The MP3@128 has the most accurate result. Although filtering of the upper range starts at 15.5 kHz, the delivery of the highs until this moment is more accurate than that of the competitors. The MP3Pro@64 is richer in details of highs, but it is interesting that some of them are lacking in the original! On the whole, the sound is good, the lows and the mids are very close to the MP3@128, and the vocal is accurately delivered.

The character of the AFC of the WMA is greatly different from that of the MP3 and MP3Pro. It means that Microsoft changed the coding algorithm in the new version of its codec; and in jazz the WMA is a real outsider. The mids are indistinct, while the highs are blurred, the sound is unnatural. The reverberation is lacking, and while the vocal of Joe Cocker sounds good, the woman's back vocal is distorted.

However, not a single codec can be given A for such a complicated composition. The 3D picture is, in fact, damaged, and highs are not transparent at all.

Now let's take a look at the pop music.

The leader here is MP3Pro, and although its AFC was much different from the original in highs, the sound, in general, was excellent.

The MP3 played quite good without "decorating" the highs. The WMA couldn't avoid artifacts at the mids: the sound was somewhat hoarse. It is clear that Microsoft decided to cut off the highs at 15-16 kHz in order to compress lower frequencies better.

And now let me turn to more pleasant high frequencies.

Here I'm not going to show you AFC for Pop and Dance as at high bitrates the distinction between them disappears completely.

The MP3Pro and MP3 have the most accurate graphs, while the WMA just omits a lot of fine details. The MP3Pro takes the lead in highs. The MP3 performs also good and cuts off its highs at 18-19 kHz. The WMA has some strange fluctuations at the high frequencies. But all the fragments sound quite good and hardly discernible for an "average" ears. The MP3Pro has a better 3D sound, the MP3 has a higher resolution and accuracy, and the WMA is a bit too "resonant". The stereo panorama of the WMA is broken, like that of the MP3Pro, while the MP3@192 is much closer to the original.

In the pop music the WMA doesn't distort the vocal of Nek and sounds at the level of the MP3@128-160. As far as a frequency balance is concerned, the MP3Pro@96 and MP3@192 go on a par.

It is natural that an increased stream improves such difficult for encoding music as jazz. Its spectral saturation "offers" a good work for all codecs.

None of the codecs is close to the original more than by 80%. Such compositions require compression of, at least, 320 Kbit/s, though their similarity with the original won't exceed 90-95%.

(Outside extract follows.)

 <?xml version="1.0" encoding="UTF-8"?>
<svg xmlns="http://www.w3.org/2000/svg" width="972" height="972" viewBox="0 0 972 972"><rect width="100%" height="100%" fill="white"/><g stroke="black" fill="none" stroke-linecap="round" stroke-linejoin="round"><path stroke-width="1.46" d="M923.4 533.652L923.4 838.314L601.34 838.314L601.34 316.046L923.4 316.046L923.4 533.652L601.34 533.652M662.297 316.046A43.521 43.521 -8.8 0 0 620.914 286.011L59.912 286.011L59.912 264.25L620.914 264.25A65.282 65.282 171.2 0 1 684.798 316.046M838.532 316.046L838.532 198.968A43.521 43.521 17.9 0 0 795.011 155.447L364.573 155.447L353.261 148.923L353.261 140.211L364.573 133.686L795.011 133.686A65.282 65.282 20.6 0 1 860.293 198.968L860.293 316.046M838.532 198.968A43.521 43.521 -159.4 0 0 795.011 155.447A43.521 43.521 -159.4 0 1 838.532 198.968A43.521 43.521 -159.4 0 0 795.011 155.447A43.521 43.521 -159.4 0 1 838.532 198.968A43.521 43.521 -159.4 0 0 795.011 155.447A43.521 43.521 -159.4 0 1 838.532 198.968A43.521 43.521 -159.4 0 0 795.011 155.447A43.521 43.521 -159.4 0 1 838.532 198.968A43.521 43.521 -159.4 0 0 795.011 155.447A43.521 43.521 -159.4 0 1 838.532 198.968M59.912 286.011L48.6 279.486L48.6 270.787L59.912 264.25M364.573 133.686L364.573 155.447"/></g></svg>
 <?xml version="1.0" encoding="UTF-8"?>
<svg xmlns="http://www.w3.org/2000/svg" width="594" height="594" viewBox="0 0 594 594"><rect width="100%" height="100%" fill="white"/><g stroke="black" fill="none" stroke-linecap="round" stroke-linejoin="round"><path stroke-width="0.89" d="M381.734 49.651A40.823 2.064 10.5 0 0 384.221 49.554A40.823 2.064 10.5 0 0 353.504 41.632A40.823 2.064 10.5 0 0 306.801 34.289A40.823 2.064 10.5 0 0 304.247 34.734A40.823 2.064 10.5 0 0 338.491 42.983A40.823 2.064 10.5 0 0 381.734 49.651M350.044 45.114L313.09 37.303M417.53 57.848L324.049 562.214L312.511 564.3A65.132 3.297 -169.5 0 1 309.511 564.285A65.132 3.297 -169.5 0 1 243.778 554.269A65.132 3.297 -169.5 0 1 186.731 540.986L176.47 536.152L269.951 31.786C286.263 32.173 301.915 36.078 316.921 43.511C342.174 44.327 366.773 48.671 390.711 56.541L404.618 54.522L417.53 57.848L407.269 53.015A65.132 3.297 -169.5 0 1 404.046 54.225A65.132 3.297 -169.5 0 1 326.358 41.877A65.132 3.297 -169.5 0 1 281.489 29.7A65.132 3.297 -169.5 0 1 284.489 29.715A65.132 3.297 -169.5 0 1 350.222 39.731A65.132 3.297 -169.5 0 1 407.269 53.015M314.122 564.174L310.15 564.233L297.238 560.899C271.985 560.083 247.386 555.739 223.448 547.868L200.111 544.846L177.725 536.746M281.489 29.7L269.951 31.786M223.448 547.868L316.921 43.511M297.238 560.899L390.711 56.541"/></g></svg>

The MP3 has the most realistic sound: I wish, though, the sound were more transparent. The WMA has the worst sound: the highs are too loud while the mids are muffled. The MP3Pro sounds quite good while outpacing the WMA in all parameters and losing to the MP3@192. However, the latter has again some odd highs lacking in the original.

The MP3Pro is the closest to the original up to 9 kHz, then it becomes inaccurate (look at the enlarged fragment).

How does the MP3Pro work?

Let's look once more at several enlarged graphs.

As you can see, the MP3Pro and MP3 are very similar in the lows, up to 7.5-9 kHz. It proves that compression of a lower frequency range in the MP3Pro is implemented by the methods of the MP3.

Here, the MP3 is the closest to the original, while the graph of the MP3Pro much differs from those of the others. At the same time, the listening shows that the sound is very good for this bitrate!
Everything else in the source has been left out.